Blame it on the Rain.

A few nights ago I had this dream where I was standing in the driveway in front of my parent’s garage.  It was pouring rain.  Like big fat raindrops just soaking everything.  I remember thinking that I should have felt colder than I was, but then again, I don’t recall feeling temperature differences in dreams.
Normally, my dreams are brought to me in Technicolor, but this dream was sepia. 
My sister was standing there with me and I could tell that she was incredibly upset.  I got the feeling that she was upset over some dipshit guy she was dating who repeatedly fucked her over, lied to her and broke her heart. 

I remember staring at her for a second, and then I just said to her “Walk your truth.”  I then turned around to leave, but not before cupping my hands to catch the pouring rain and splashing the collected rainwater onto myself.

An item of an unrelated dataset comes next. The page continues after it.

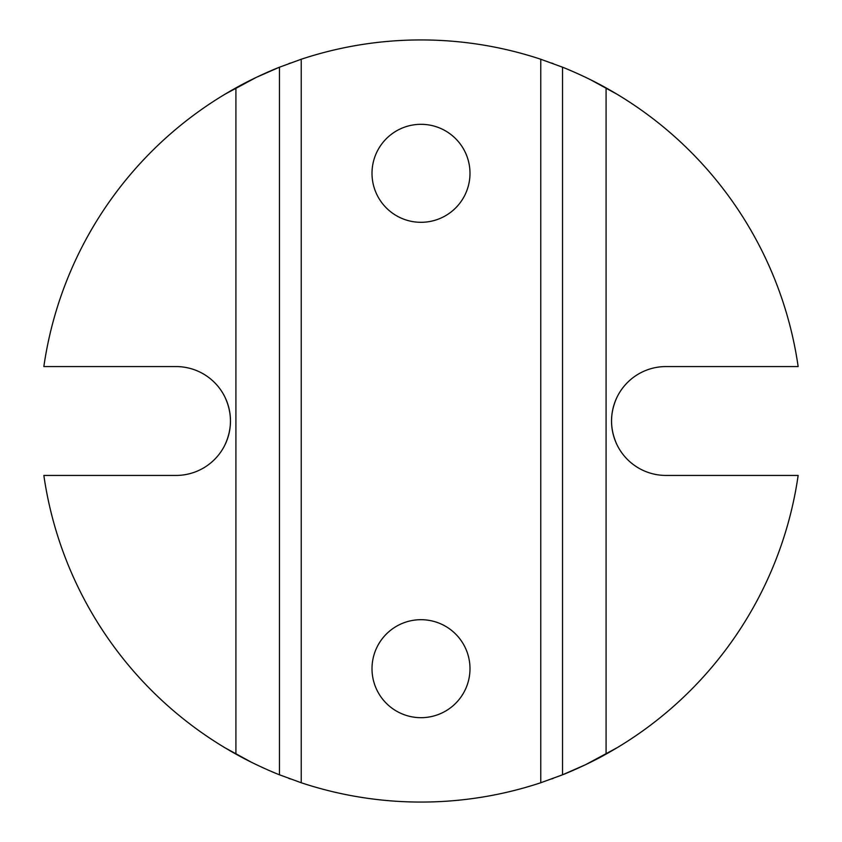 <?xml version="1.0" encoding="UTF-8"?>
<svg xmlns="http://www.w3.org/2000/svg" width="842" height="842" viewBox="0 0 842 842"><rect width="100%" height="100%" fill="white"/><g stroke="black" fill="none" stroke-linecap="round" stroke-linejoin="round"><path stroke-width="1.26" d="M616.976 747.801L585.674 764.641L562.54 774.798C562.088 775.029 584.99 765.988 606.082 754.095A381.058 381.058 0 0 0 798.153 475.435L665.969 475.435A54.435 54.435 0 0 1 611.534 421A54.435 54.435 0 0 1 665.969 366.565L798.153 366.565A381.058 381.058 0 0 0 606.082 87.905C584.99 76.012 562.088 66.971 562.54 67.202L562.54 774.798L540.764 782.755A381.058 381.058 0 0 1 301.236 782.755L301.236 59.245L279.46 67.202C279.912 66.971 257.01 76.012 235.918 87.905A381.058 381.058 0 0 0 43.847 366.565L176.031 366.565A54.435 54.435 0 0 1 230.466 421A54.435 54.435 0 0 1 176.031 475.435L43.847 475.435A381.058 381.058 0 0 0 235.918 754.095C257.01 765.988 279.912 775.029 279.46 774.798L279.46 67.202L256.326 77.359L225.025 94.199M590.674 79.801L616.976 94.199M551.647 63.034L553.162 63.592M567.234 69.118L571.634 70.981M578.707 74.107L586.085 77.559M288.838 63.592L290.353 63.034M301.236 59.245A381.058 381.058 0 0 1 540.764 59.245L540.764 782.755M562.54 67.202L540.764 59.245M279.46 774.798L301.236 782.755M251.326 762.199L225.025 747.801M290.353 778.966L288.838 778.408M274.766 772.882L270.366 771.019M263.293 767.893L255.915 764.441M553.162 778.408L551.647 778.966M616.976 397.266C609.745 413.085 609.745 428.915 616.976 444.734M225.025 444.734C232.255 428.915 232.255 413.085 225.025 397.266M372.006 173.305A48.994 48.994 0 0 1 445.492 130.878A48.994 48.994 0 0 1 445.492 215.741A48.994 48.994 0 0 1 372.006 173.305M372.006 668.695A48.994 48.994 0 0 1 445.492 626.259A48.994 48.994 0 0 1 445.492 711.122A48.994 48.994 0 0 1 372.006 668.695M606.082 754.095L606.082 87.905M235.918 87.905L235.918 754.095"/></g></svg>

(A playful little move I do in the shower with a special someone.  Now you know my secret to wooing.)

Now, normally my dreams are really …..bizarre.  (I love my dreams btw) Usually when I awake and recall them, I can see why such and such made an appearance.  Most of the time when I recall, I’m just like….What the fuck???  (Like the dream I had a week ago where Jeepers Creepers was trying to electrocute me, and I used a metal shelf to absorb the electricity….makes perfect sense right?)

I also like to believe that no matter how absurd or mundane a dream may be, that there ARE some elements to them….messages.. that come from my subconscious… the universe….spirit guides….too many late night cheeseburgers…

This dream I feel, was so from my subconscious….and so direct and to the point.

It wasn’t so much me telling my sister to walk her truth, but it was me telling ME to walk my truth.  Her appearance in the dream, upset over some twatwaffle, was actually a representation of ME. 

Our romantic lives run pretty much parallel to each other, so I’m guessing my subconscious, guides, universe, cheeseburger used her image to get my attention. Got me to focus in on the distress that I have often found myself in, over someone who has done me wrong. And in my attempts to “right” or “fix” or out hope that they will recognize their truth, I have pretty much shut myself away.

I have spent so much time worrying, hurting and being anxious, that those parts have taken over.

The dream taking place in the rain only solidifies that I need to just rid myself of those “weights”, and when you throw in the fact that I was splashing myself….and the fact that I was doing my little playful splashy splash, well…..bottom line….I have not been in touch with my playful carefree me…..all because I became so bogged down in all that shit.

I lost my authentic me.

And fuck that. That’s some bullshit. Because if you ask me….my authentic me is pretty damn bitchin…and shame on a dickwank for not recognizing…or appreciating. And shame on me for losing sight of it. Especially considering that it was a mantra of mine for so long.

So walk your truths my friends. No matter what. No matter who.